With scoring systems in various fields, which would give an individual a sense of their pay band, worked well in theory but was ultimately too open to interpretation. A junior team member hugely overvalued themselves, which was exposing, and complicated.
Outlandish were using sociocracy for other decisions, and the team understood it’s principles, so continued applying it to pay and found its structure helpful.
Outlandish have used sociocracy (circles and consent-based decision making) as their governance structure for 7 years.
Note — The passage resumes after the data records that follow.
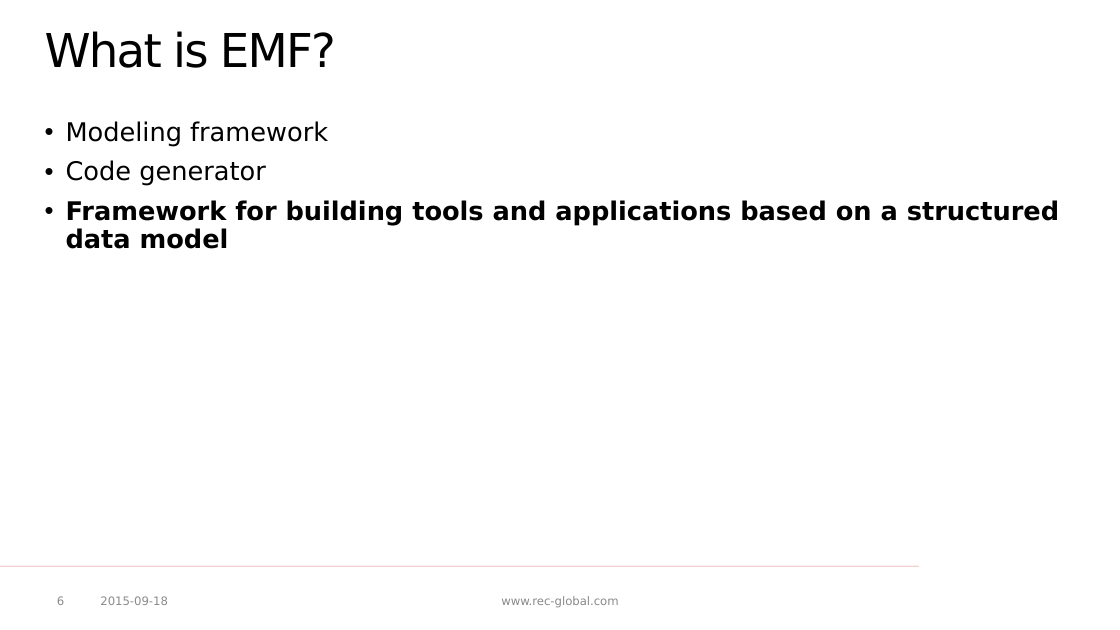
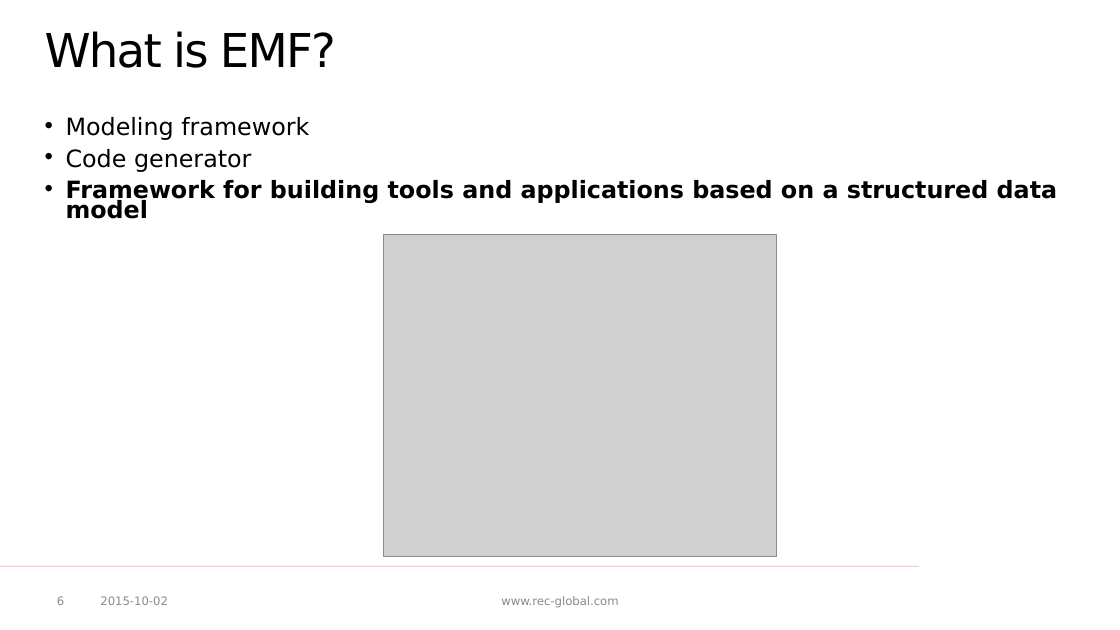
Before and after one commit to p-zalejko/jug_emf, a slide deck: slide 6 of JUG - EMF.pptx. Drawn at 1120x630 pixels with LibreOffice and Linux fonts; fonts in the diff are those of the drawing; grey boxes stand for pictures; background and template pictures are left out. Boxes give left, top, right and bottom in pixels: in the first picture for what was removed or moved away, otherwise in the second. Text is boxed around its words. In the diff, an @@ line names an element or a change of style, - is before the commit and + after.

Commit message:
updated a presentation

```diff
--- a/JUG - EMF.pptx
+++ b/JUG - EMF.pptx
@@ text "Modeling framework" at [66, 117, 1058, 219]: size 22 to 20.4 pt; line spacing 0.9 to 0.7 @@
@@ picture added at [384, 234, 777, 556] @@
@@ text at [100, 596, 168, 605]: text changed @@
-2015-09-18
+2015-10-02
```
Also in this commit, not shown: 14 other slides changed.
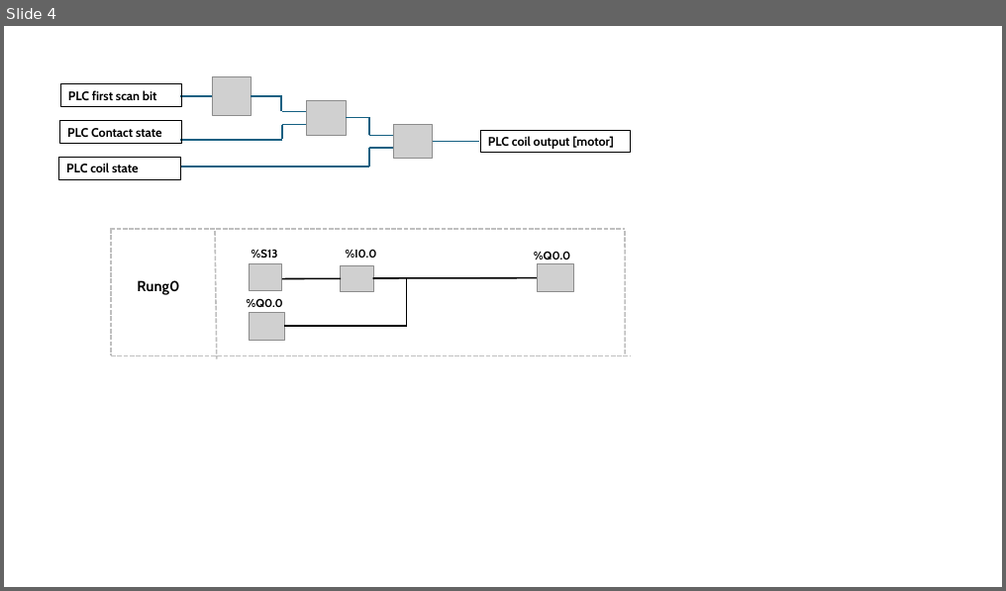
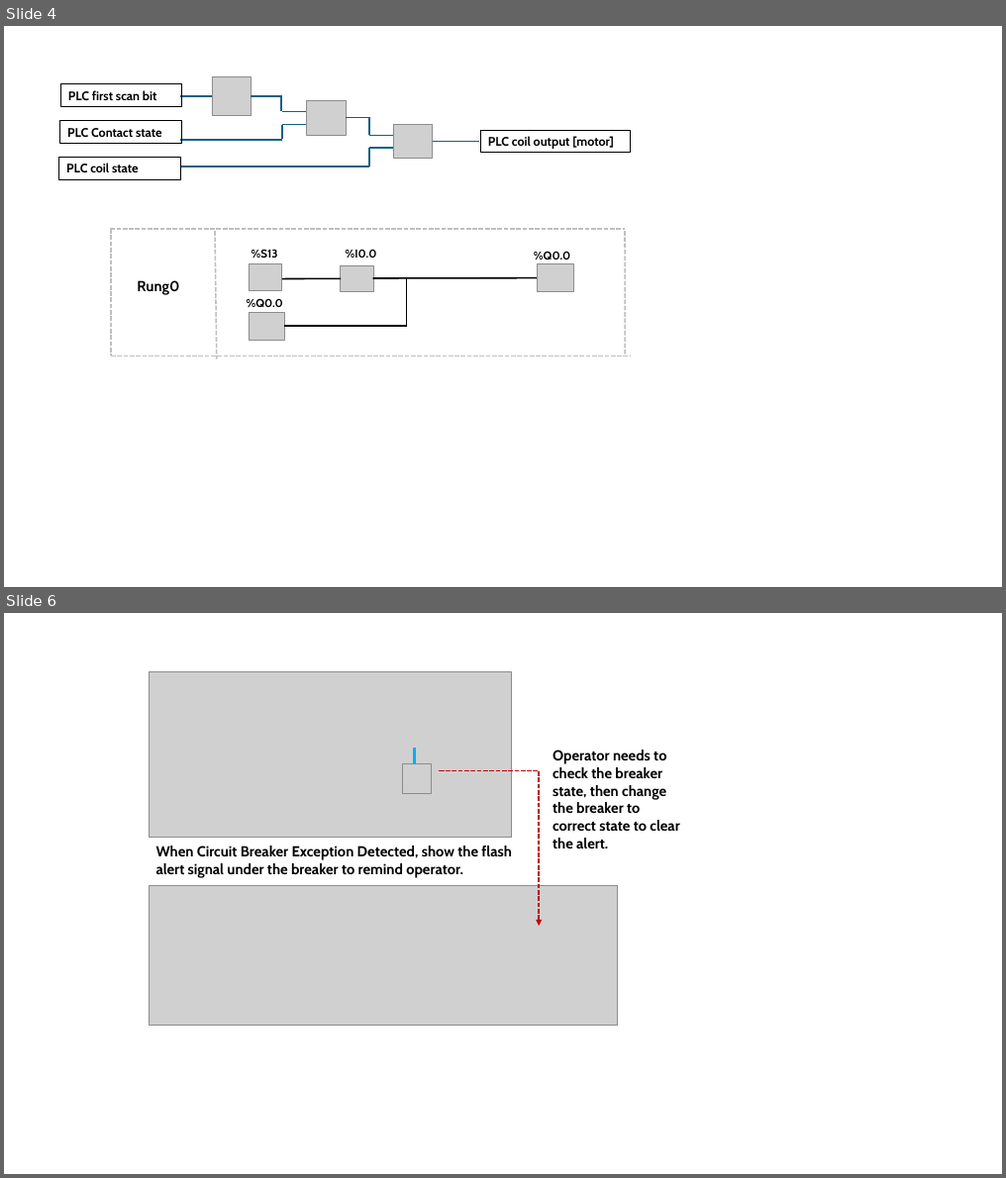
Before and after one commit to LiuYuancheng/IT_OT_IoT_Cyber_Security_Workshop, a slide deck: OT_System_Attack_Case_Study/Power_CircuitBreaker/img/designDoc.pptx. Shown one above the other, each under a label of ours: slide 4 before the commit, slides 4 and 6 after it; the slides between them are not shown. The pictures are 1006x591 and 1006x1178 pixels, drawn with LibreOffice and Linux fonts; fonts in the diff are those of the drawing; grey boxes stand for pictures. Boxes give left, top, right and bottom in pixels: in the first picture for what was removed or moved away, otherwise in the second. Text is boxed around its words. In the diff, an @@ line names an element or a change of style, - is before the commit and + after.

```diff
--- a/OT_System_Attack_Case_Study/Power_CircuitBreaker/img/designDoc.pptx
+++ b/OT_System_Attack_Case_Study/Power_CircuitBreaker/img/designDoc.pptx
@@ slide 6 added at <box>4,613,1002,1174</box>, background #FFFFFF @@
@@ picture added at <box>149,671,511,837</box> @@
@@ line added from (414, 748) to (414, 764), #00B0F0 2.25 pt @@
@@ text added at <box>552,750,679,849</box>, 14 pt, text #000000, bold @@
+Operator needs to check the breaker state, then change the breaker to correct state to clear the alert.
@@ picture added at <box>402,764,432,793</box> @@
@@ elbow arrow added from (440, 771) to (540, 926), #C00000 1.5 pt dashed @@
@@ text added at <box>156,846,512,878</box>, 14 pt, text #000000, bold @@
+When Circuit Breaker Exception Detected, show the flash alert signal under the breaker to remind operator.
@@ picture added at <box>149,885,617,1025</box> @@
```
Also in this commit, not shown: 1 other slide added, 3 other files.

“Consent based decision making is a way of making decisions that requires people to not have a problem with the change, rather than them having to agree with it... it might not be the best solution or the one that they most want. but there's not a reason to stop it. The philosophy is that some change towards your goal is better than arguing forever to try and get the right sort of solution, when there probably isn't one. It grows trust and understanding as a group because you have to bring in what you're most concerned about.”
Collectively, the group looks at Outlandish’s performance, and from that calculate a surplus, and determine the size of the pot from which they can each be paid. The surplus is spent subsidising additional work that Outlandish want to support or take on.